BEGIN RECORDS FOR PROCESSING
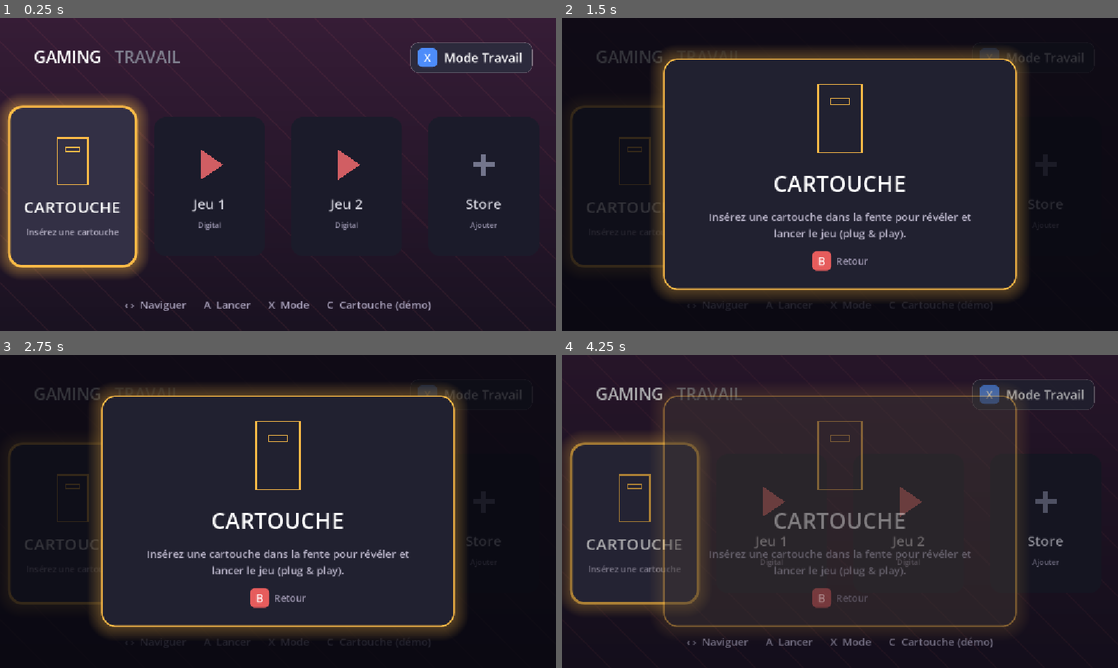
Above: before the commit, frames 1-4 (two rows, left to right).
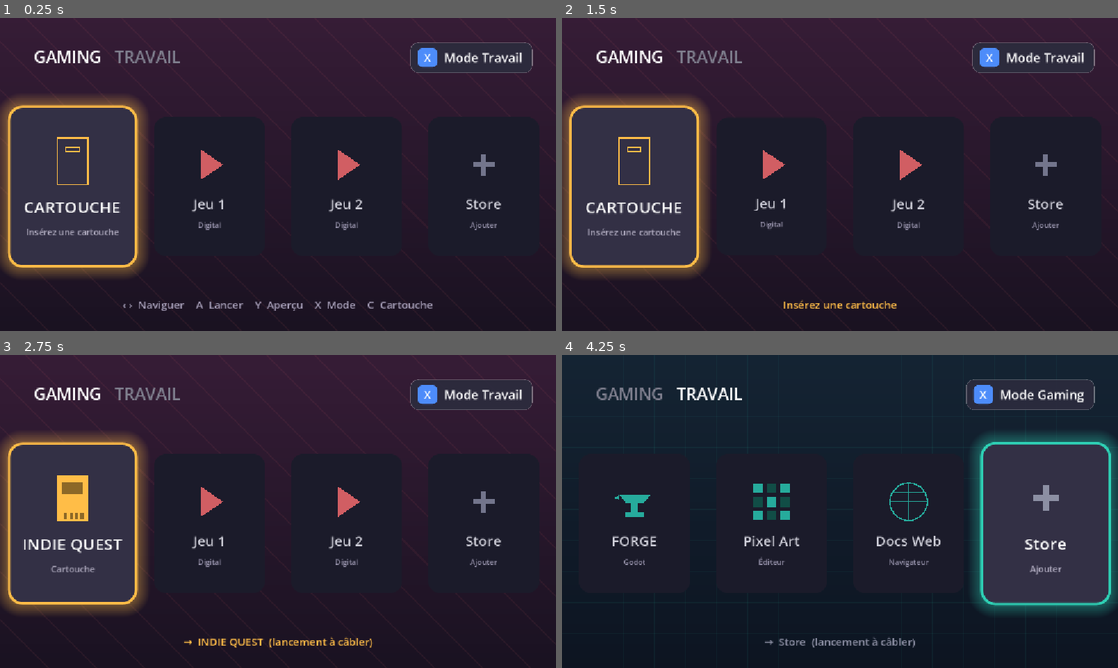
Above: after the commit, the same moments.

Repository: kilian-quittard/gaming-console-os
Game: Godot game, scene res://scenes/Main.tscn
The game is run twice, just before and just after one commit, with the same random seed, the same clock (stepped at 60 frames per second) and the same inputs.
Inputs:
- Up to frame 1 (0.25 s): no input
- Up to frame 2 (1.5 s): tap Enter (ui_accept) at 0.5, 0.77, 0.8, 1.07, 1.35 s; hold Right (ui_right) 0.53-1.28 s; hold Y (preview, bound only after the commit) 0.53-1.28 s; hold Left (ui_left) from 1.28 s (still down)
- Up to frame 3 (2.75 s): tap Enter (ui_accept) at 1.52, 1.82, 2.3 s; tap Y (preview, bound only after the commit) at 1.55 s; release Left (ui_left) at 2.03 s; hold Right (ui_right) from 2.03 s (still down); hold C (toggle_cartridge) from 2.03 s (still down)
- Up to frame 4 (4.25 s): release C (toggle_cartridge) at 2.78 s; tap X (toggle_mode) at 2.85 s; tap Enter (ui_accept) at 3.02, 3.32, 3.77, 3.8, 4.07 s; tap Y (preview, bound only after the commit) at 3.05 s; release Right (ui_right) at 3.53 s; hold Left (ui_left) from 3.53 s (still down); hold Y (preview, bound only after the commit) from 3.53 s (still down); tap Escape (ui_cancel) at 4.15 s

The runs differ from the first frame. In frame 1, 0.7% of the frame differs, in the area x 22-78%, y 90-94%; in frame 2, 38%; in frame 3, 38%; in frame 4, 49%, in the area x 0-100%, y 0-94%.

Commit message:
Front-end: A launches directly, Y opens media preview (trailer + thumbnails)
Detail screen reworked into a preview: A launches the app/game straight from the tile; Y opens a media overlay (placeholder trailer area with play watermark, auto-cycling thumbnail strip, description, Play button); B returns. Cartridge sim moved to key C only (Y freed for preview). Sizes tuned to fit the base viewport.

Co-Authored-By: Claude Opus 4.8 <noreply@anthropic.com>

Diff:
--- a/frontend/project.godot
+++ b/frontend/project.godot
@@ -38,7 +38,11 @@
 }
 toggle_cartridge={
 "deadzone": 0.5,
-"events": [Object(InputEventKey,"resource_local_to_scene":fa …(209 unchanged characters)… "location":0,"echo":false,"script":null), Object(InputEventJoypadButton,"resource_local_to_scene":false,"resource_name":"","device":-1,"button_index":3,"pressure":0.0,"pressed":false,"script":null)]
+"events": [Object(InputEventKey,"resource_local_to_scene":fa …(209 unchanged characters)… "location":0,"echo":false,"script":null)]
+}
+preview={
+"deadzone": 0.5,
+"events": [Object(InputEventKey,"resource_local_to_scene":false,"resource_name":"","device":-1,"window_id":0,"alt_pressed":false,"shift_pressed":false,"ctrl_pressed":false,"meta_pressed":false,"pressed":false,"keycode":0,"physical_keycode":89,"key_label":0,"unicode":0,"location":0,"echo":false,"script":null), Object(InputEventJoypadButton,"resource_local_to_scene":false,"resource_name":"","device":-1,"button_index":3,"pressure":0.0,"pressed":false,"script":null)]
 }
 
 [rendering]
--- a/frontend/scripts/Main.gd
+++ b/frontend/scripts/Main.gd
@@ -39,10 +39,10 @@
 var _selected := 0
 var _cartridge_inserted := false
 
-# Screen-stack depth: home menu <-> detail overlay
-var _in_detail := false
-var _detail_layer: Control = null
-var _detail_item: Dictionary = {}
+# Screen-stack depth: home menu <-> preview overlay
+var _in_preview := false
+var _preview_layer: Control = null
+var _preview_item: Dictionary = {}
 var _tiles: Array[Panel] = []
 var _tweens: Array = []
 
@@ -134,7 +134,7 @@
 
 	# Bottom hints
 	_status = Label.new()
-	_status.text = "‹ ›  Naviguer      A  Lancer      X  Mode      C  Cartouche (démo)"
+	_status.text = "‹ ›  Naviguer    A  Lancer    Y  Aperçu    X  Mode    C  Cartouche"
 	_status.horizontal_alignment = HORIZONTAL_ALIGNMENT_CENTER
 	_status.add_theme_font_size_override("font_size", 22)
 	_status.modulate = Color(0.65, 0.62, 0.72)
@@ -320,7 +320,7 @@
 		_tweens.append(null)
 
 	_selected = 0
-	_status.text = "‹ ›  Naviguer      A  Lancer      X  Mode      C  Cartouche (démo)"
+	_status.text = "‹ ›  Naviguer    A  Lancer    Y  Aperçu    X  Mode    C  Cartouche"
 	_status.modulate = Color(0.65, 0.62, 0.72)
 	await get_tree().process_frame  # let layout settle so scale pivots are right
 	_update_selection(instant)
@@ -411,12 +411,12 @@
 # ---- Input -----------------------------------------------------------------
 
 func _input(event: InputEvent) -> void:
-	# Detail overlay captures input while open.
-	if _in_detail:
+	# Preview overlay captures input while open: A launches, B closes.
+	if _in_preview:
 		if event.is_action_pressed("ui_cancel"):
-			_close_detail()
+			_close_preview()
 		elif event.is_action_pressed("ui_accept"):
-			_detail_accept()
+			_preview_launch()
 		return
 
 	if event.is_action_pressed("toggle_cartridge"):
@@ -438,12 +438,22 @@
 	elif event.is_action_pressed("ui_left"):
 		_selected = (_selected - 1 + _tiles.size()) % _tiles.size()
 		_update_selection()
+	elif event.is_action_pressed("preview"):
+		_preview_selected()
 	elif event.is_action_pressed("ui_accept"):
-		_activate(_selected)
-
-
-func _activate(index: int) -> void:
-	# Little press bounce, then open the detail screen for this tile.
+		_launch_selected()
+
+
+# Resolve the selected item (GAMING slot 0 may be the inserted cartridge game).
+func _resolve_item(index: int) -> Dictionary:
+	var item: Dictionary = CONTENT[_mode][index].duplicate(true)
+	if _mode == 0 and index == 0 and _cartridge_inserted:
+		item = CARTRIDGE_GAME.duplicate()
+		item["kind"] = "cartridge_in"
+	return item
+
+
+func _bounce(index: int) -> void:
 	var tile := _tiles[index]
 	if _tweens[index] != null and _tweens[index].is_valid():
 		_tweens[index].kill()
@@ -452,15 +462,30 @@
 	tw.tween_property(tile, "scale", Vector2(1.12, 1.12), 0.16).set_trans(Tween.TRANS_BACK).set_ease(Tween.EASE_OUT)
 	_tweens[index] = tw
 
-	# Resolve the item (GAMING slot 0 may be the inserted cartridge game).
-	var item: Dictionary = CONTENT[_mode][index].duplicate(true)
-	if _mode == 0 and index == 0 and _cartridge_inserted:
-		item = CARTRIDGE_GAME.duplicate()
-		item["kind"] = "cartridge_in"
-	_open_detail(item)
-
-
-# ---- Detail overlay --------------------------------------------------------
+
+# A — launch directly (no detail hop).
+func _launch_selected() -> void:
+	_bounce(_selected)
+	var item := _resolve_item(_selected)
+	if _action_label(item) == "":
+		_status.text = "Insérez une cartouche"
+		_status.modulate = AMBER
+		return
+	_status.text = "→  %s  (lancement à câbler)" % item.title
+	_status.modulate = _icon_color(item.kind)
+
+
+# Y — open the media preview.
+func _preview_selected() -> void:
+	var item := _resolve_item(_selected)
+	if item.kind == "cartridge":
+		_status.text = "Insérez une cartouche"
+		_status.modulate = AMBER
+		return
+	_open_preview(item)
+
+
+# ---- Preview overlay (media) -----------------------------------------------
 
 func _desc_for(item: Dictionary) -> String:
 	match item.kind:
@@ -481,120 +506,187 @@
 		_: return "Ouvrir"
 
 
-func _open_detail(item: Dictionary) -> void:
-	_in_detail = true
-	_detail_item = item
+func _hint_label(text: String) -> Label:
+	var l := Label.new()
+	l.text = text
+	l.add_theme_font_size_override("font_size", 20)
+	l.vertical_alignment = VERTICAL_ALIGNMENT_CENTER
+	l.modulate = Color(0.65, 0.62, 0.72)
+	return l
+
+
+func _open_preview(item: Dictionary) -> void:
+	_in_preview = true
+	_preview_item = item
 	var accent: Color = _icon_color(item.kind)
 
-	_detail_layer = Control.new()
-	_detail_layer.set_anchors_preset(Control.PRESET_FULL_RECT)
-	_detail_layer.modulate = Color(1, 1, 1, 0)
-	add_child(_detail_layer)
+	_preview_layer = Control.new()
+	_preview_layer.set_anchors_preset(Control.PRESET_FULL_RECT)
+	_preview_layer.modulate = Color(1, 1, 1, 0)
+	add_child(_preview_layer)
 
 	var backdrop := ColorRect.new()
-	backdrop.color = Color(0.03, 0.03, 0.06, 0.82)
+	backdrop.color = Color(0.03, 0.03, 0.06, 0.85)
 	backdrop.set_anchors_preset(Control.PRESET_FULL_RECT)
-	_detail_layer.add_child(backdrop)
+	_preview_layer.add_child(backdrop)
 
 	var center := CenterContainer.new()
 	center.set_anchors_preset(Control.PRESET_FULL_RECT)
-	_detail_layer.add_child(center)
+	_preview_layer.add_child(center)
 
 	var card := PanelContainer.new()
 	var cs := StyleBoxFlat.new()
-	cs.bg_color = Color(0.13, 0.13, 0.19)
-	cs.set_corner_radius_all(28)
-	cs.content_margin_left = 56
-	cs.content_margin_right = 56
-	cs.content_margin_top = 44
-	cs.content_margin_bottom = 40
+	cs.bg_color = Color(0.12, 0.12, 0.18)
+	cs.set_corner_radius_all(24)
+	cs.content_margin_left = 40
+	cs.content_margin_right = 40
+	cs.content_margin_top = 30
+	cs.content_margin_bottom = 28
 	cs.set_border_width_all(3)
 	cs.border_color = accent
 	cs.shadow_color = Color(accent, 0.28)
-	cs.shadow_size = 30
+	cs.shadow_size = 26
 	card.add_theme_stylebox_override("panel", cs)
-	card.custom_minimum_size = Vector2(720, 0)
 	center.add_child(card)
 
 	var vb := VBoxContainer.new()
-	vb.add_theme_constant_override("separation", 22)
+	vb.add_theme_constant_override("separation", 13)
 	vb.alignment = BoxContainer.ALIGNMENT_CENTER
 	card.add_child(vb)
 
-	var iw := CenterContainer.new()
-	vb.add_child(iw)
-	var is_cart: bool = item.kind == "cartridge" or item.kind == "cartridge_in"
-	var isz := Vector2(120, 160) if is_cart else Vector2(150, 150)
-	iw.add_child(_make_icon(item.kind, accent, isz))
-
+	# --- Media area: placeholder "trailer" (16:9) with play watermark ---
+	var media := Panel.new()
+	media.custom_minimum_size = Vector2(480, 210)
+	var msb := StyleBoxFlat.new()
+	msb.bg_color = Color(0.07, 0.07, 0.11)
+	msb.set_corner_radius_all(16)
+	media.add_theme_stylebox_override("panel", msb)
+	vb.add_child(media)
+
+	var ov := Control.new()
+	ov.set_anchors_preset(Control.PRESET_FULL_RECT)
+	ov.mouse_filter = Control.MOUSE_FILTER_IGNORE
+	ov.draw.connect(func() -> void:
+		var c := ov.size * 0.5
+		c.y -= 14.0
+		ov.draw_colored_polygon(PackedVector2Array([
+			c + Vector2(-22, -28), c + Vector2(-22, 28), c + Vector2(34, 0),
+		]), Color(1, 1, 1, 0.85))
+	)
+	media.add_child(ov)
+
+	var mlabel := Label.new()
+	mlabel.text = "Bande-annonce"
+	mlabel.add_theme_font_size_override("font_size", 16)
+	mlabel.modulate = Color(1, 1, 1, 0.55)
+	mlabel.set_anchors_preset(Control.PRESET_BOTTOM_LEFT)
+	mlabel.offset_left = 18
+	mlabel.offset_top = -34
+	mlabel.offset_bottom = -10
+	media.add_child(mlabel)
+
+	# --- Thumbnail strip (placeholder screenshots), highlight auto-cycles ---
+	var strip := HBoxContainer.new()
+	strip.add_theme_constant_override("separation", 14)
+	strip.alignment = BoxContainer.ALIGNMENT_CENTER
+	vb.add_child(strip)
+	var thumbs: Array[Panel] = []
+	for i in 4:
+		var tp := Panel.new()
+		tp.custom_minimum_size = Vector2(96, 54)
+		var tsb := StyleBoxFlat.new()
+		tsb.bg_color = Color(accent, 0.16)
+		tsb.set_corner_radius_all(10)
+		tp.add_theme_stylebox_override("panel", tsb)
+		strip.add_child(tp)
+		thumbs.append(tp)
+
+	# Subtle "playing" motion: cycle the highlighted thumbnail.
+	var frame := [0]
+	var timer := Timer.new()
+	timer.wait_time = 0.9
+	timer.autostart = true
+	_preview_layer.add_child(timer)
+	timer.timeout.connect(func() -> void:
+		frame[0] = (frame[0] + 1) % thumbs.size()
+		for i in thumbs.size():
+			var t2 := StyleBoxFlat.new()
+			t2.set_corner_radius_all(10)
+			if i == frame[0]:
+				t2.bg_color = Color(accent, 0.5)
+				t2.set_border_width_all(2)
+				t2.border_color = accent
+			else:
+				t2.bg_color = Color(accent, 0.16)
+			thumbs[i].add_theme_stylebox_override("panel", t2)
+	)
+
+	# --- Title + description ---
 	var t := Label.new()
 	t.text = item.title
 	t.horizontal_alignment = HORIZONTAL_ALIGNMENT_CENTER
-	t.add_theme_font_size_override("font_size", 46)
+	t.add_theme_font_size_override("font_size", 36)
 	vb.add_child(t)
 
 	var d := Label.new()
 	d.text = _desc_for(item)
 	d.horizontal_alignment = HORIZONTAL_ALIGNMENT_CENTER
 	d.autowrap_mode = TextServer.AUTOWRAP_WORD_SMART
-	d.add_theme_font_size_override("font_size", 22)
+	d.add_theme_font_size_override("font_size", 18)
 	d.modulate = Color(0.72, 0.70, 0.78)
-	d.custom_minimum_size.x = 620
+	d.custom_minimum_size.x = 460
 	vb.add_child(d)
 
+	# --- Play button ---
 	var al := _action_label(item)
 	if al != "":
-		var bw := CenterContainer.new()
-		vb.add_child(bw)
 		var btn := PanelContainer.new()
 		var bs := StyleBoxFlat.new()
 		bs.bg_color = accent
 		bs.set_corner_radius_all(14)
-		bs.content_margin_left = 40
-		bs.content_margin_right = 40
-		bs.content_margin_top = 14
-		bs.content_margin_bottom = 14
+		bs.content_margin_left = 38
+		bs.content_margin_right = 38
+		bs.content_margin_top = 11
+		bs.content_margin_bottom = 11
 		btn.add_theme_stylebox_override("panel", bs)
-		bw.add_child(btn)
+		btn.size_flags_horizontal = Control.SIZE_SHRINK_CENTER
 		var bl := Label.new()
 		bl.text = al
-		bl.add_theme_font_size_override("font_size", 28)
+		bl.add_theme_font_size_override("font_size", 24)
 		bl.add_theme_color_override("font_color", Color(0.08, 0.08, 0.12))
 		btn.add_child(bl)
-
-	# Back hint
-	var hw := CenterContainer.new()
-	vb.add_child(hw)
+		vb.add_child(btn)
+
+	# --- Hints: A launch, B back ---
 	var hint := HBoxContainer.new()
-	hint.add_theme_constant_override("separation", 10)
-	hw.add_child(hint)
+	hint.add_theme_constant_override("separation", 12)
+	hint.alignment = BoxContainer.ALIGNMENT_CENTER
+	vb.add_child(hint)
+	if al != "":
+		hint.add_child(_make_glyph_badge("A", Color(0.45, 0.80, 0.48)))
+		hint.add_child(_hint_label(al + "      "))
 	hint.add_child(_make_glyph_badge("B", Color(0.90, 0.36, 0.36)))
-	var hl := Label.new()
-	hl.text = "Retour"
-	hl.add_theme_font_size_override("font_size", 20)
-	hl.vertical_alignment = VERTICAL_ALIGNMENT_CENTER
-	hl.modulate = Color(0.65, 0.62, 0.72)
-	hint.add_child(hl)
+	hint.add_child(_hint_label("Retour"))
 
 	var tw := create_tween()
-	tw.tween_property(_detail_layer, "modulate:a", 1.0, 0.18)
-
-
-func _detail_accept() -> void:
-	if _action_label(_detail_item) == "":
-		return  # nothing to launch (empty cartridge slot)
+	tw.tween_property(_preview_layer, "modulate:a", 1.0, 0.18)
+
+
+func _preview_launch() -> void:
+	if _action_label(_preview_item) == "":
+		return
 	# Placeholder: real launch is the OS session layer's job (Phase 5).
-	_status.text = "→  %s  (lancement à câbler)" % _detail_item.title
-	_status.modulate = _icon_color(_detail_item.kind)
-	_close_detail()
-
-
-func _close_detail() -> void:
-	if _detail_layer == null:
+	_status.text = "→  %s  (lancement à câbler)" % _preview_item.title
+	_status.modulate = _icon_color(_preview_item.kind)
+	_close_preview()
+
+
+func _close_preview() -> void:
+	if _preview_layer == null:
 		return
-	var layer := _detail_layer
-	_detail_layer = null
-	_in_detail = false
+	var layer := _preview_layer
+	_preview_layer = null
+	_in_preview = false
 	var tw := create_tween()
 	tw.tween_property(layer, "modulate:a", 0.0, 0.14)
 	tw.tween_callback(layer.queue_free)
END RECORDS FOR PROCESSING
→ **BRIEF**
Give only the number of lines above that hold the string "Retour".

→ **FINISHED TASK**
2